# Track clips wont go on! too small! help please



## TrainPerson (May 8, 2010)

If anyone would help it would be greatly appreciated. I received a Bachmann 'big hauler' set for Christmas and have since been adding to the track. My track keeps coming apart, though because the track clips are too short and just snap or break when I apply pressure. is there some secret that I am missing?


----------



## Bob in Kalamazoo (Apr 2, 2009)

Yep, those clips don't always work too well. I got rid of the ones I had when I found someone who wanted my Bachmann track for indoor use. Since my railroad is outside I had no use for it so I sold it off cheap. I know there where at least two or maybe even three different sizes of those clips that come with the track and you have to use the right ones in the right places or you end up with the problem you have. You could use twist ties through adjacent track ties or short pieces of wire. At some point you might want to get better track from Aristo, USA, LGB, AML, etc. Any of those others are much better, but they wont work with the Bachmann. I think Bachmann's track prices are way too high for what you get.
Bob



Posted By TrainPerson on 03 Jan 2011 02:12 PM 
If anyone would help it would be greatly appreciated. I received a Bachmann 'big hauler' set for Christmas and have since been adding to the track. My track keeps coming apart, though because the track clips are too short and just snap or break when I apply pressure. is there some secret that I am missing?


----------



## Dean Whipple (Jan 2, 2008)

The Bachmann "Big Hauler's" are the large scale train many of us started with and are a great value....however the track does leave a lot to be desired eventually you will want to get better track and there are many brands to choose from in the interim I would either just try something like baggy ties or wire to tie the track together or invest in rail clamps, they are not cheep but when you get better track you can use them on it, so it's just an investment in the future.

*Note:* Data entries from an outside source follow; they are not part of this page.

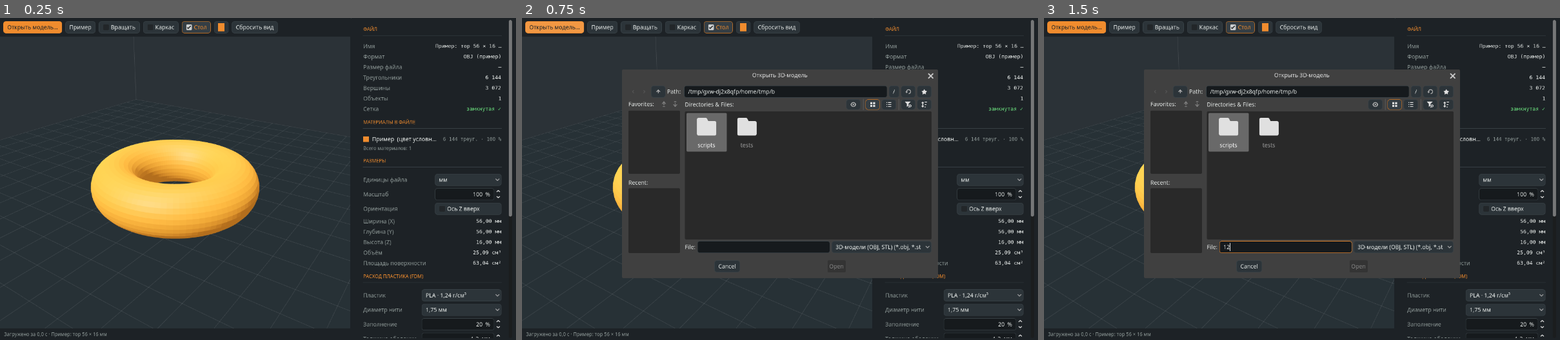
Above: before the commit, frames 1-3 (left to right).
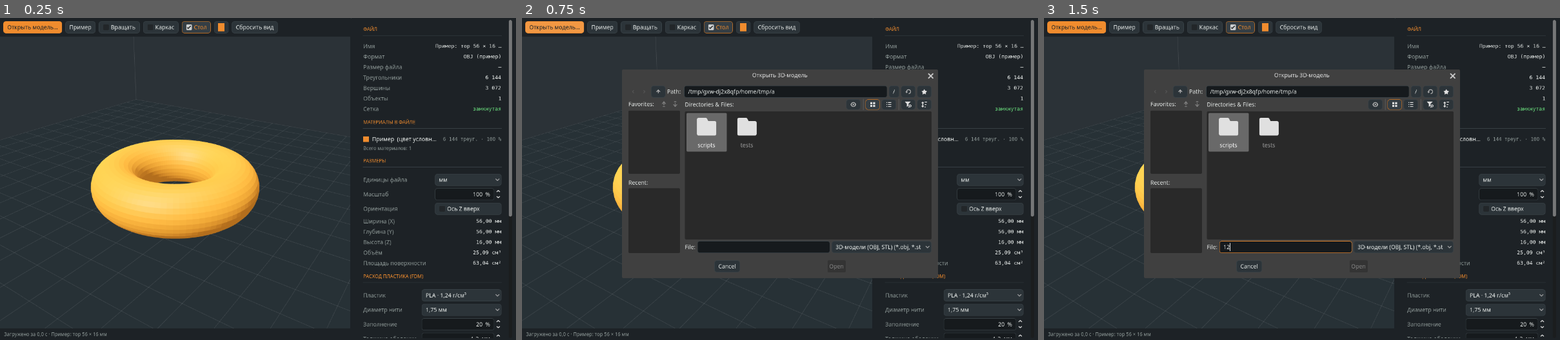
Above: after the commit, the same moments.

Repository: YuriyMakogonov/Model_Viewer
Game: Godot game, scene res://main.tscn
Two runs of this game, one before a commit and one after it. Both use one fixed random seed, a clock stepped at 60 frames per second and the inputs below.
Inputs (mouse positions are in pixels of both pictures, inside the frame that each line leads up to):
- Up to frame 1 (0.25 s): no input
- Up to frame 2 (0.75 s): click "Открыть модель…" at 0.5 s
- Up to frame 3 (1.5 s): click (1286, 246) at 1.27 s; type "12" at 1.35 s

The runs differ from the first frame. In frame 1, less than 0.1% of the frame differs, in the area x 90-97%, y 27-30%; in frame 2, less than 0.1%, in the area x 48-97%, y 22-30%; in frame 3, less than 0.1%.

Commit message:
Убрать символ ✓: во встроенном шрифте веб-версии его нет

Diff:
--- a/scripts/main.gd
+++ b/scripts/main.gd
@@ -746,7 +746,7 @@
 	v.verts.text = _fmt(a.vertices, 0)
 	v.objects.text = _fmt(model.objects, 0)
 	if a.closed:
-		v.closed.text = "замкнутая ✓"
+		v.closed.text = "замкнутая"
 		v.closed.add_theme_color_override("font_color", C_GOOD)
 	else:
 		v.closed.text = "есть дыры"

I have some old "Lionel" track that I've used around the Christmas tree for the last 8 or 10 years, it's similar to Bachmann's and I've used "Split Jaw" rail clamps on it they seem to work fine.


----------



## Madstang (Jan 4, 2008)

Small zip ties.

Bubba


----------



## g-guage-trains (Jan 27, 2008)

3 sizes of plastic track clips. straight to straight, straight to curve and curve to curve.
alanrr


----------



## TrainPerson (May 8, 2010)

I do use the train outdoors, but take the track in when I am done. (pain in the hinee) I do want to switch to one of the brass track like LGB or aristocraft, but for now I have other things I am saving for. Thanks for your inquiry.
Brendon


----------



## Treeline (Sep 7, 2009)

For temporary use try small rubber bands around the tie ends.


----------